Look below. Copy each line that has "mirror" in it.

Information given
※ ※ ※
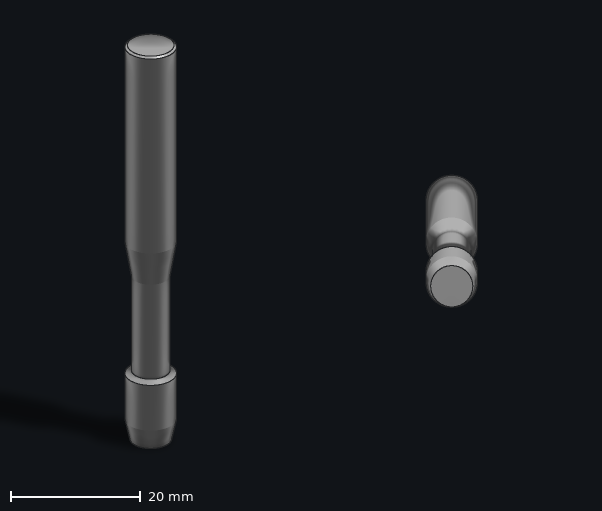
import cadquery as cq

shank_diameter = 8.0
neck_diameter = 6.0
tip_diameter = 6.5

total_length = 69.1
tip_cone_length = 3.5
land_length = 8.0
shoulder_height = 0.55
taper_length = 6.0
shank_length = 34.5

chamfer_width = 0.4
chamfer_height = 0.3

shank_radius = shank_diameter / 2
neck_radius = neck_diameter / 2
tip_radius = tip_diameter / 2

land_top = tip_cone_length + land_length
head_length = land_top + shoulder_height
taper_top = total_length - shank_length
neck_top = taper_top - taper_length


def turned_body(outline):
    """Revolve a closed (radius, height) outline about the Z axis."""
    return cq.Workplane("XZ").polyline(outline).close().revolve(360, (0, 0, 0), (0, 1, 0))


head = turned_body([
    (0, 0),
    (tip_radius, 0),
    (shank_radius, tip_cone_length),
    (shank_radius, land_top),
    (neck_radius, head_length),
    (0, head_length),
])

shank = turned_body([
    (0, head_length),
    (neck_radius, head_length),
    (neck_radius, neck_top),
    (shank_radius, taper_top),
    (shank_radius, total_length - chamfer_height),
    (shank_radius - chamfer_width, total_length),
    (0, total_length),
])

result = cq.Compound.makeCompound([head.val(), shank.val()])
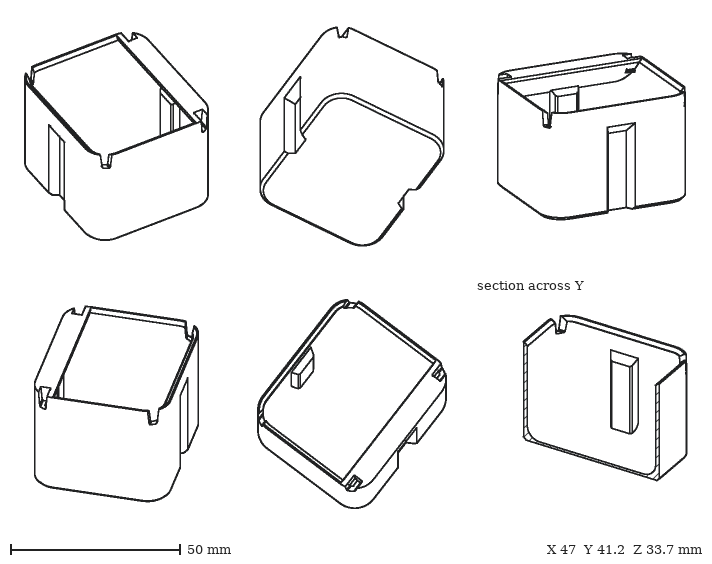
import cadquery as cq
import math

length = 47.0
width = 41.2
height = 33.7
corner_radius = 7.05
base_chamfer = 1.0

side_wall = 1.5
end_wall = 1.7
floor_thickness = 1.0
floor_fillet = 4.15
rim_land = 0.4
rim_drop = side_wall - rim_land
flare_toe = 0.005

deck_depth = 7.05
deck_slope_drop = 7.05

channel_mouth = 9.15
channel_depth = 2.8
channel_top = 27.25
channel_top_drop = 3.05
channel_flank_angle = math.radians(30)
channel_wall = 1.0
rib_edge_bevel = 0.4

notch_reach = 4.55
notch_centre = 3.8
notch_mouth = 3.0
notch_shoulder = 2.15
notch_floor = 1.65
notch_depth = 4.95
notch_bevel = 0.4


def rounded_block(x_size, y_size, radius, base, top):
    """Upright block with rounded vertical edges between two heights."""
    block = cq.Workplane("XY").workplane(offset=base).rect(x_size, y_size).extrude(top - base)
    return block.edges("|Z").fillet(radius)


def make_cavity():
    """Round-bottomed pocket that flares at the rim."""
    x_size = length - 2 * side_wall
    y_size = width - 2 * end_wall
    radius = corner_radius - end_wall
    pocket = rounded_block(x_size, y_size, radius, floor_thickness, height)
    pocket = pocket.faces("<Z").edges().fillet(floor_fillet)
    flare = rounded_block(
        length - 2 * rim_land,
        width - 2 * rim_land,
        corner_radius - rim_land,
        height - rim_drop,
        height,
    )
    flare = flare.faces("<Z").edges().chamfer(rim_drop - flare_toe)
    return pocket.union(flare)


def make_deck():
    """Solid wedge over the back of the cavity."""
    front = width / 2 - deck_depth
    back = width / 2
    lip_base = height - rim_drop
    profile = [
        (front, height),
        (back, height),
        (back, lip_base - deck_slope_drop),
        (back - end_wall, lip_base - deck_slope_drop),
        (front, lip_base),
    ]
    return cq.Workplane("YZ").polyline(profile).close().extrude(length / 2, both=True)


def channel_solid(offset, base):
    """Front channel volume, with its walls moved outward by an offset."""
    front = -width / 2
    depth = channel_depth + offset
    mouth_half = channel_mouth / 2 + offset / math.cos(channel_flank_angle)
    inner_half = mouth_half - depth * math.tan(channel_flank_angle)
    top_slope = channel_top_drop / channel_depth
    top = channel_top + offset * math.hypot(1, top_slope)
    plan = [
        (-mouth_half, front),
        (mouth_half, front),
        (inner_half, front + depth),
        (-inner_half, front + depth),
    ]
    side = [
        (front, base),
        (front, top),
        (front + depth, top - depth * top_slope),
        (front + depth, base),
    ]
    column = cq.Workplane("XY").polyline(plan).close().extrude(height)
    profile = cq.Workplane("YZ").polyline(side).close().extrude(length / 2, both=True)
    return column.intersect(profile)


def notch_pair(y_centre):
    """Tapered notches in both sides at one Y position."""
    bottom = height - notch_depth
    shoulder = bottom + notch_bevel
    profile = [
        (y_centre - notch_mouth / 2, height),
        (y_centre - notch_shoulder / 2, shoulder),
        (y_centre - notch_floor / 2, bottom),
        (y_centre + notch_floor / 2, bottom),
        (y_centre + notch_shoulder / 2, shoulder),
        (y_centre + notch_mouth / 2, height),
    ]
    left = cq.Workplane("YZ", origin=(-length / 2, 0, 0)).polyline(profile).close().extrude(notch_reach)
    return left.union(left.mirror("YZ"))


outer = rounded_block(length, width, corner_radius, 0, height)
outer = outer.faces("<Z").edges().chamfer(base_chamfer)

result = outer.cut(make_cavity())
result = result.union(make_deck().intersect(outer))

rib = channel_solid(channel_wall, base_chamfer)
rib = rib.faces(">Y").edges("|Z").chamfer(rib_edge_bevel)
channel = channel_solid(0, 0)
result = result.union(rib).union(rib.mirror("XZ"))
result = result.cut(channel).cut(channel.mirror("XZ"))

for y_sign in (-1, 1):
    result = result.cut(notch_pair(y_sign * (width / 2 - notch_centre)))
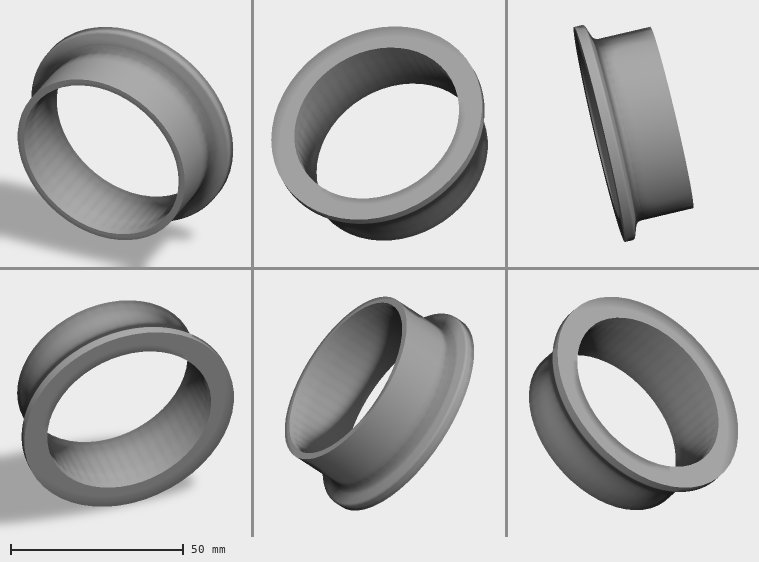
import cadquery as cq
import math

flange_diameter = 64.0
tube_diameter = 54.0
bore_diameter = 50.0
total_length = 21.5
rim_thickness = 2.9
taper_angle = 20.0
rim_fillet = 0.8
neck_fillet = 2.0

flange_radius = flange_diameter / 2
tube_radius = tube_diameter / 2
bore_radius = bore_diameter / 2

face_y = total_length / 2
end_y = -total_length / 2
rim_y = face_y - rim_thickness
taper_height = (flange_radius - tube_radius) * math.tan(math.radians(taper_angle))
neck_y = rim_y - taper_height


def make_body():
    """Revolve the wall section (radius along X, length along Y) about the Y axis."""
    section = (
        cq.Workplane("XY")
        .moveTo(bore_radius, end_y)
        .lineTo(tube_radius, end_y)
        .lineTo(tube_radius, neck_y)
        .lineTo(flange_radius, rim_y)
        .lineTo(flange_radius, face_y)
        .lineTo(bore_radius, face_y)
        .close()
    )
    return section.revolve(360, (0, 0, 0), (0, 1, 0))


def fillet_ring(body, radius, y, fillet_radius):
    """Round the circular edge of the given radius at position y along the axis."""
    margin = 0.05
    ring = cq.selectors.BoxSelector(
        (-radius - margin, y - margin, -radius - margin),
        (radius + margin, y + margin, radius + margin),
        boundingbox=True,
    )
    return body.edges("%CIRCLE").edges(ring).fillet(fillet_radius)


body = make_body()
body = fillet_ring(body, flange_radius, rim_y, rim_fillet)
result = fillet_ring(body, tube_radius, neck_y, neck_fillet)
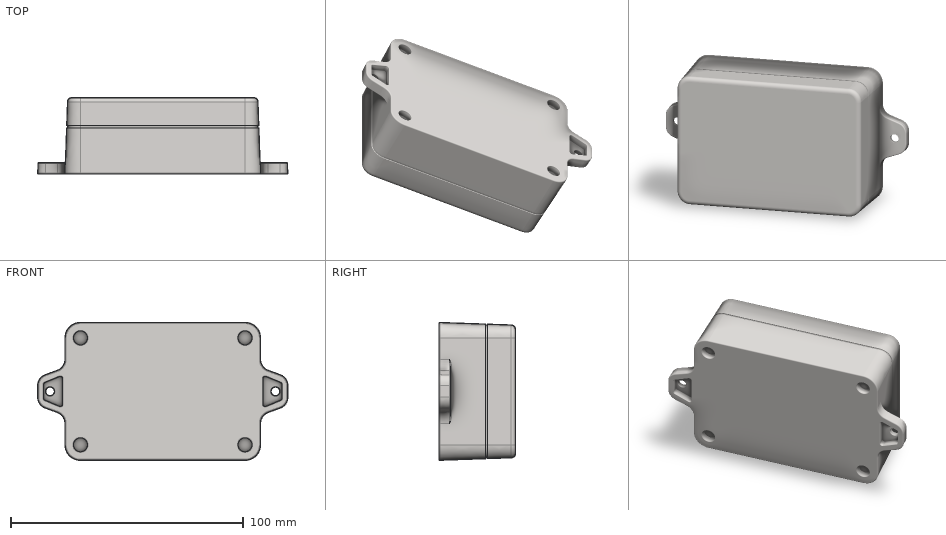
import cadquery as cq
import math


body_length = 84.2
body_height = 59.4
body_depth = 33.0
wall_draft = 2.0
corner_radius = 6.7
front_edge_radius = 0.5
lid_edge_radius = 2.0

groove_start = 20.0
groove_width = 1.0
groove_depth = 0.4

screw_spacing_x = 70.8
screw_spacing_z = 46.0
screw_diameter = 6.0
screw_depth = 3.0

overall_length = 107.7
tab_thickness = 5.0
tab_tip_height = 12.0
tab_flank_angle = 20.0
tab_blend_radius = 5.0
tab_back_edge_radius = 0.5
tab_junction_radius = 0.5
tab_hole_diameter = 3.7
tab_hole_x = 48.5

recess_inner_x = 43.1
recess_outer_x = 51.3
recess_outer_height = 7.2
recess_flank_angle = 22.5
recess_corner_radius = 1.0
recess_floor_radius = 0.2
recess_depth = 3.0

lip_radius = 0.2

position_tolerance = 0.001


def depth_plane(y):
    """Workplane parallel to the front face at depth y, facing +Y."""
    return cq.Workplane(cq.Plane(origin=(0, y, 0), xDir=(1, 0, 0), normal=(0, 1, 0)))


def trapezoid(x_wide, x_narrow, narrow_height, flank_angle):
    """Corner points of a trapezoid centred on the X axis that narrows towards x_narrow."""
    half_narrow = narrow_height / 2
    half_wide = half_narrow + abs(x_narrow - x_wide) * math.tan(math.radians(flank_angle))
    return [
        (x_wide, -half_wide),
        (x_narrow, -half_narrow),
        (x_narrow, half_narrow),
        (x_wide, half_wide),
        (x_wide, -half_wide),
    ]


def fillet_edges(part, condition, radius):
    """Round every edge of the part that satisfies the condition."""
    edges = [edge for edge in part.edges().vals() if condition(edge)]
    return part.newObject(edges).fillet(radius)


def body_sketch(inset=0.0):
    """Rounded outline of the body at the front face, optionally offset inwards."""
    sketch = cq.Sketch().rect(body_length - 2 * inset, body_height - 2 * inset)
    return sketch.vertices().fillet(corner_radius - inset)


def make_body():
    """Drafted block with a rounded lid edge."""
    body = depth_plane(0).placeSketch(body_sketch()).extrude(body_depth, taper=wall_draft)
    return body.faces(">Y").edges().fillet(lid_edge_radius)


def make_base_plate():
    """Front slab of the body together with both mounting tabs."""
    tip_x = overall_length / 2
    tip_z = tab_tip_height / 2
    middle_z = tip_z + tip_x * math.tan(math.radians(tab_flank_angle))
    tabs_outline = [
        (tip_x, -tip_z),
        (tip_x, tip_z),
        (0, middle_z),
        (-tip_x, tip_z),
        (-tip_x, -tip_z),
        (0, -middle_z),
        (tip_x, -tip_z),
    ]
    sketch = cq.Sketch().rect(body_length, body_height).polygon(tabs_outline).clean()
    sketch = sketch.vertices("not (>Y or <Y)").fillet(tab_blend_radius).reset()
    sketch = sketch.vertices(">Y or <Y").fillet(corner_radius).reset()
    plate = depth_plane(0).placeSketch(sketch).extrude(tab_thickness, taper=wall_draft)
    return plate.faces(">Y").edges().fillet(tab_back_edge_radius)


def make_groove():
    """Ring that is cut around the side walls at the parting line."""
    ring = depth_plane(groove_start).rect(overall_length, 2 * body_height).extrude(groove_width)
    core = depth_plane(0).placeSketch(body_sketch(groove_depth)).extrude(body_depth, taper=wall_draft)
    return ring.cut(core)


def make_screw_holes():
    """Blind holes at the four corners."""
    holes = depth_plane(0).rect(screw_spacing_x, screw_spacing_z, forConstruction=True)
    return holes.vertices().circle(screw_diameter / 2).extrude(screw_depth)


def is_hole_mouth(edge):
    """True for the circle where a tab hole opens into the floor of its recess."""
    at_floor = abs(edge.Center().y - recess_depth) < position_tolerance
    return at_floor and abs(edge.Length() - math.pi * tab_hole_diameter) < position_tolerance


def make_tab_cutout(side):
    """Recess and through hole of the tab on the given side (+1 or -1 along X)."""
    points = trapezoid(
        side * recess_inner_x, side * recess_outer_x, recess_outer_height, recess_flank_angle
    )
    outline = cq.Sketch().polygon(points).vertices().fillet(recess_corner_radius)
    recess = depth_plane(0).placeSketch(outline).extrude(recess_depth)
    recess = recess.faces(">Y").edges().fillet(recess_floor_radius)
    hole = depth_plane(0).center(side * tab_hole_x, 0).circle(tab_hole_diameter / 2)
    cutout = recess.union(hole.extrude(tab_thickness))
    return fillet_edges(cutout, is_hole_mouth, lip_radius)


def is_tab_junction(edge):
    """True where the back of a tab meets the body wall."""
    wall_x = body_length / 2 - tab_thickness * math.tan(math.radians(wall_draft))
    centre = edge.Center()
    at_tab_back = abs(centre.y - tab_thickness) < position_tolerance
    return at_tab_back and abs(abs(centre.x) - wall_x) < position_tolerance


def round_front_mouths(part):
    """Round the rims of all openings in the front face."""
    front_face = part.faces("<Y").val()
    rims = [edge for wire in front_face.innerWires() for edge in wire.Edges()]
    return part.newObject(rims).fillet(lip_radius)


enclosure = make_body().union(make_base_plate())
enclosure = fillet_edges(enclosure, is_tab_junction, tab_junction_radius)
enclosure = enclosure.faces("<Y").edges().fillet(front_edge_radius)
enclosure = enclosure.cut(make_groove()).cut(make_screw_holes())
for tab_side in (1, -1):
    enclosure = enclosure.cut(make_tab_cutout(tab_side))

result = round_front_mouths(enclosure)
※ ※ ※
Task result
    return left.union(left.mirror("YZ"))
result = result.union(rib).union(rib.mirror("XZ"))
result = result.cut(channel).cut(channel.mirror("XZ"))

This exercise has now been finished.